アリエラは赤の、ピチカは様々な模様のツギハギのストールを纏っていかにも旅人といった装いだ。
町を出たら出たで野営地の焚き火に引き寄せられたのか羽虫が飛び回って煩わしいが、野営をする以上しょうがない事だと割り切ってアリエラは手を軽く振って追い払った。

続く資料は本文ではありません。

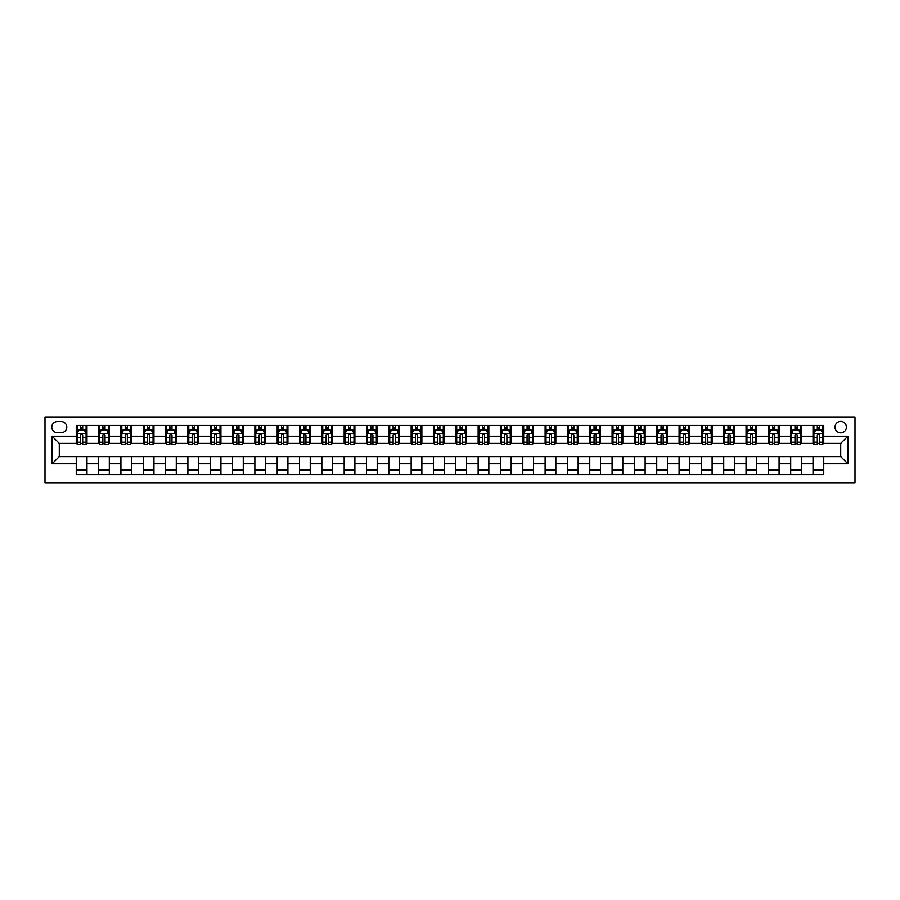 <?xml version="1.0" encoding="UTF-8"?>
<svg xmlns="http://www.w3.org/2000/svg" width="900" height="900" viewBox="0 0 900 900"><rect width="100%" height="100%" fill="white"/><g stroke="black" fill="none" stroke-linecap="round" stroke-linejoin="round"><path stroke-width="1.35" d="M840.712 421.425A5.715 5.715 0 0 0 834.998 427.14A5.715 5.715 0 0 0 840.712 432.855A5.715 5.715 0 0 0 846.428 427.14A5.715 5.715 0 0 0 840.712 421.425M45 483.041L855 483.041L855 416.959L45 416.959L45 483.041M57.319 432.675L61.256 432.675A5.535 5.535 0 0 0 66.791 427.14A5.535 5.535 0 0 0 61.256 421.605L57.319 421.605A5.535 5.535 0 0 0 51.784 427.14A5.535 5.535 0 0 0 57.319 432.675M76.252 463.748L52.144 463.748L52.144 436.252L76.252 436.252L76.252 443.396L59.288 443.396L59.288 456.604L76.252 456.604L76.252 474.559L823.748 474.559L823.748 456.604L840.712 456.604L840.712 443.396L823.748 443.396L823.748 436.252L847.856 436.252L847.856 463.748L823.748 463.748M823.748 436.252L823.748 425.441L76.252 425.441L76.252 436.252M813.026 425.441L813.026 443.396L813.915 443.396M817.312 443.396L819.461 443.396M822.847 443.396L823.748 443.396M813.026 443.396L800.528 443.396M790.695 425.441L790.695 443.396L791.595 443.396M794.981 443.396L797.13 443.396M790.695 443.396L778.196 443.396M768.375 425.441L768.375 443.396L769.264 443.396M772.661 443.396L774.799 443.396M768.375 443.396L755.876 443.396M746.044 425.441L746.044 443.396L746.944 443.396M750.33 443.396L752.479 443.396M746.044 443.396L733.545 443.396M723.724 425.441L723.724 443.396L724.613 443.396M728.01 443.396L730.148 443.396M723.724 443.396L711.214 443.396M701.393 425.441L701.393 443.396L702.293 443.396M705.679 443.396L707.827 443.396M701.393 443.396L688.894 443.396M679.072 425.441L679.072 443.396L679.961 443.396M683.359 443.396L685.496 443.396M679.072 443.396L666.562 443.396M656.741 425.441L656.741 443.396L657.63 443.396M661.028 443.396L663.176 443.396M656.741 443.396L644.242 443.396M634.421 425.441L634.421 443.396L635.31 443.396M638.707 443.396L640.845 443.396M634.421 443.396L621.911 443.396M612.09 425.441L612.09 443.396L612.979 443.396M616.376 443.396L618.514 443.396M612.09 443.396L599.591 443.396M589.759 425.441L589.759 443.396L590.659 443.396M594.045 443.396L596.194 443.396M589.759 443.396L577.26 443.396M567.439 425.441L567.439 443.396L568.327 443.396M571.725 443.396L573.863 443.396M567.439 443.396L554.929 443.396M545.108 425.441L545.108 443.396L546.007 443.396M549.394 443.396L551.543 443.396M545.108 443.396L532.609 443.396M522.788 425.441L522.788 443.396L523.676 443.396M527.074 443.396L529.211 443.396M522.788 443.396L510.277 443.396M500.456 425.441L500.456 443.396L501.345 443.396M504.743 443.396L506.891 443.396M500.456 443.396L487.957 443.396M478.136 425.441L478.136 443.396L479.025 443.396M482.423 443.396L484.56 443.396M478.136 443.396L465.626 443.396M455.805 425.441L455.805 443.396L456.694 443.396M460.091 443.396L462.24 443.396M455.805 443.396L443.306 443.396M433.474 425.441L433.474 443.396L434.374 443.396M437.76 443.396L439.909 443.396M433.474 443.396L420.975 443.396M411.154 425.441L411.154 443.396L412.043 443.396M415.44 443.396L417.577 443.396M411.154 443.396L398.655 443.396M388.822 425.441L388.822 443.396L389.723 443.396M393.109 443.396L395.257 443.396M388.822 443.396L376.324 443.396M366.502 425.441L366.502 443.396L367.391 443.396M370.789 443.396L372.926 443.396M366.502 443.396L353.993 443.396M344.171 425.441L344.171 443.396L345.071 443.396M348.457 443.396L350.606 443.396M344.171 443.396L331.673 443.396M321.851 425.441L321.851 443.396L322.74 443.396M326.137 443.396L328.275 443.396M321.851 443.396L309.341 443.396M299.52 425.441L299.52 443.396L300.409 443.396M303.806 443.396L305.955 443.396M299.52 443.396L287.021 443.396M277.189 425.441L277.189 443.396L278.089 443.396M281.486 443.396L283.624 443.396M277.189 443.396L264.69 443.396M254.869 425.441L254.869 443.396L255.757 443.396M259.155 443.396L261.293 443.396M254.869 443.396L242.37 443.396M232.537 425.441L232.537 443.396L233.438 443.396M236.824 443.396L238.972 443.396M232.537 443.396L220.039 443.396M210.218 425.441L210.218 443.396L211.106 443.396M214.504 443.396L216.641 443.396M210.218 443.396L197.708 443.396M187.886 425.441L187.886 443.396L188.786 443.396M192.172 443.396L194.321 443.396M187.886 443.396L175.388 443.396M165.566 425.441L165.566 443.396L166.455 443.396M169.852 443.396L171.99 443.396M165.566 443.396L153.056 443.396M143.235 425.441L143.235 443.396L144.124 443.396M147.521 443.396L149.67 443.396M143.235 443.396L130.736 443.396M120.915 425.441L120.915 443.396L121.804 443.396M125.201 443.396L127.339 443.396M120.915 443.396L108.405 443.396M98.584 425.441L98.584 443.396L99.472 443.396M102.87 443.396L105.019 443.396M98.584 443.396L86.085 443.396M76.252 443.396L77.153 443.396M80.539 443.396L82.688 443.396M76.252 456.604L86.974 456.604L86.974 474.559M823.748 456.604L86.974 456.604M86.974 425.441L86.974 443.396M76.252 429.907L77.153 429.907M80.539 429.907L82.688 429.907M86.085 429.907L86.974 429.907M76.252 470.093L86.974 470.093M98.584 456.604L98.584 474.559M109.305 425.441L109.305 443.396M98.584 429.907L99.472 429.907M102.87 429.907L105.019 429.907M108.405 429.907L109.305 429.907M109.305 456.604L109.305 474.559M98.584 470.093L109.305 470.093M120.915 456.604L120.915 474.559M131.625 456.604L131.625 474.559M120.915 470.093L131.625 470.093M131.625 425.441L131.625 443.396M120.915 429.907L121.804 429.907M125.201 429.907L127.339 429.907M130.736 429.907L131.625 429.907M143.235 456.604L143.235 474.559M153.956 456.604L153.956 474.559M143.235 470.093L153.956 470.093M153.956 425.441L153.956 443.396M143.235 429.907L144.124 429.907M147.521 429.907L149.67 429.907M153.056 429.907L153.956 429.907M165.566 456.604L165.566 474.559M176.276 456.604L176.276 474.559M165.566 470.093L176.276 470.093M176.276 425.441L176.276 443.396M165.566 429.907L166.455 429.907M169.852 429.907L171.99 429.907M175.388 429.907L176.276 429.907M187.886 456.604L187.886 474.559M198.607 456.604L198.607 474.559M187.886 470.093L198.607 470.093M198.607 425.441L198.607 443.396M187.886 429.907L188.786 429.907M192.172 429.907L194.321 429.907M197.708 429.907L198.607 429.907M210.218 456.604L210.218 474.559M220.928 456.604L220.928 474.559M210.218 470.093L220.928 470.093M220.928 425.441L220.928 443.396M210.218 429.907L211.106 429.907M214.504 429.907L216.641 429.907M220.039 429.907L220.928 429.907M232.537 456.604L232.537 474.559M243.259 456.604L243.259 474.559M232.537 470.093L243.259 470.093M243.259 425.441L243.259 443.396M232.537 429.907L233.438 429.907M236.824 429.907L238.972 429.907M242.37 429.907L243.259 429.907M254.869 456.604L254.869 474.559M265.579 456.604L265.579 474.559M254.869 470.093L265.579 470.093M265.579 425.441L265.579 443.396M254.869 429.907L255.757 429.907M259.155 429.907L261.293 429.907M264.69 429.907L265.579 429.907M277.189 456.604L277.189 474.559M287.91 456.604L287.91 474.559M277.189 470.093L287.91 470.093M287.91 425.441L287.91 443.396M277.189 429.907L278.089 429.907M281.486 429.907L283.624 429.907M287.021 429.907L287.91 429.907M299.52 456.604L299.52 474.559M310.241 456.604L310.241 474.559M299.52 470.093L310.241 470.093M310.241 425.441L310.241 443.396M299.52 429.907L300.409 429.907M303.806 429.907L305.955 429.907M309.341 429.907L310.241 429.907M321.851 456.604L321.851 474.559M332.561 456.604L332.561 474.559M321.851 470.093L332.561 470.093M332.561 425.441L332.561 443.396M321.851 429.907L322.74 429.907M326.137 429.907L328.275 429.907M331.673 429.907L332.561 429.907M344.171 456.604L344.171 474.559M354.892 456.604L354.892 474.559M344.171 470.093L354.892 470.093M354.892 425.441L354.892 443.396M344.171 429.907L345.071 429.907M348.457 429.907L350.606 429.907M353.993 429.907L354.892 429.907M366.502 456.604L366.502 474.559M377.213 456.604L377.213 474.559M366.502 470.093L377.213 470.093M377.213 425.441L377.213 443.396M366.502 429.907L367.391 429.907M370.789 429.907L372.926 429.907M376.324 429.907L377.213 429.907M388.822 456.604L388.822 474.559M399.544 456.604L399.544 474.559M388.822 470.093L399.544 470.093M399.544 425.441L399.544 443.396M388.822 429.907L389.723 429.907M393.109 429.907L395.257 429.907M398.655 429.907L399.544 429.907M411.154 456.604L411.154 474.559M421.864 456.604L421.864 474.559M411.154 470.093L421.864 470.093M421.864 425.441L421.864 443.396M411.154 429.907L412.043 429.907M415.44 429.907L417.577 429.907M420.975 429.907L421.864 429.907M433.474 456.604L433.474 474.559M444.195 456.604L444.195 474.559M433.474 470.093L444.195 470.093M444.195 425.441L444.195 443.396M433.474 429.907L434.374 429.907M437.76 429.907L439.909 429.907M443.306 429.907L444.195 429.907M455.805 456.604L455.805 474.559M466.526 456.604L466.526 474.559M455.805 470.093L466.526 470.093M466.526 425.441L466.526 443.396M455.805 429.907L456.694 429.907M460.091 429.907L462.24 429.907M465.626 429.907L466.526 429.907M478.136 456.604L478.136 474.559M488.846 456.604L488.846 474.559M478.136 470.093L488.846 470.093M488.846 425.441L488.846 443.396M478.136 429.907L479.025 429.907M482.423 429.907L484.56 429.907M487.957 429.907L488.846 429.907M500.456 456.604L500.456 474.559M511.178 456.604L511.178 474.559M500.456 470.093L511.178 470.093M511.178 425.441L511.178 443.396M500.456 429.907L501.345 429.907M504.743 429.907L506.891 429.907M510.277 429.907L511.178 429.907M522.788 456.604L522.788 474.559M533.498 456.604L533.498 474.559M522.788 470.093L533.498 470.093M533.498 425.441L533.498 443.396M522.788 429.907L523.676 429.907M527.074 429.907L529.211 429.907M532.609 429.907L533.498 429.907M545.108 456.604L545.108 474.559M555.829 456.604L555.829 474.559M545.108 470.093L555.829 470.093M555.829 425.441L555.829 443.396M545.108 429.907L546.007 429.907M549.394 429.907L551.543 429.907M554.929 429.907L555.829 429.907M567.439 456.604L567.439 474.559M578.149 456.604L578.149 474.559M567.439 470.093L578.149 470.093M578.149 425.441L578.149 443.396M567.439 429.907L568.327 429.907M571.725 429.907L573.863 429.907M577.26 429.907L578.149 429.907M589.759 456.604L589.759 474.559M600.48 456.604L600.48 474.559M589.759 470.093L600.48 470.093M600.48 425.441L600.48 443.396M589.759 429.907L590.659 429.907M594.045 429.907L596.194 429.907M599.591 429.907L600.48 429.907M612.09 456.604L612.09 474.559M622.811 456.604L622.811 474.559M612.09 470.093L622.811 470.093M622.811 425.441L622.811 443.396M612.09 429.907L612.979 429.907M616.376 429.907L618.514 429.907M621.911 429.907L622.811 429.907M634.421 456.604L634.421 474.559M645.131 456.604L645.131 474.559M634.421 470.093L645.131 470.093M645.131 425.441L645.131 443.396M634.421 429.907L635.31 429.907M638.707 429.907L640.845 429.907M644.242 429.907L645.131 429.907M656.741 456.604L656.741 474.559M667.462 456.604L667.462 474.559M656.741 470.093L667.462 470.093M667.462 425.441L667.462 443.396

二人共に空を飛ぶ事ができるが、それでは道中の面白い物や人々との出会いを見逃すかもしれないので必要な時しか空は飛ばないと決めたのだった。
元々ピチカは自らの神業【楽々御粧し】の効果で荷物量を大幅に圧縮してもなおパンパンに張り詰めた背嚢と身の丈程もある道具袋に【楽々御粧し】の対象外である生活必需品や雑貨類を詰め込み、その大きな鳥脚で文字通り鷲掴みにした状態で旅をしていたので冒険者ギルドに荷物を預けた時を除き空を飛んでいた。
しかしアリエラと旅をするようになってからはアリエラの衣服と装飾品のほとんどを預かり適切なタイミングで着替えさせる代わりに、突発的に別行動する事態に陥っても困らない最低限の荷物以外はアリエラの黄金石棺の中に預けている。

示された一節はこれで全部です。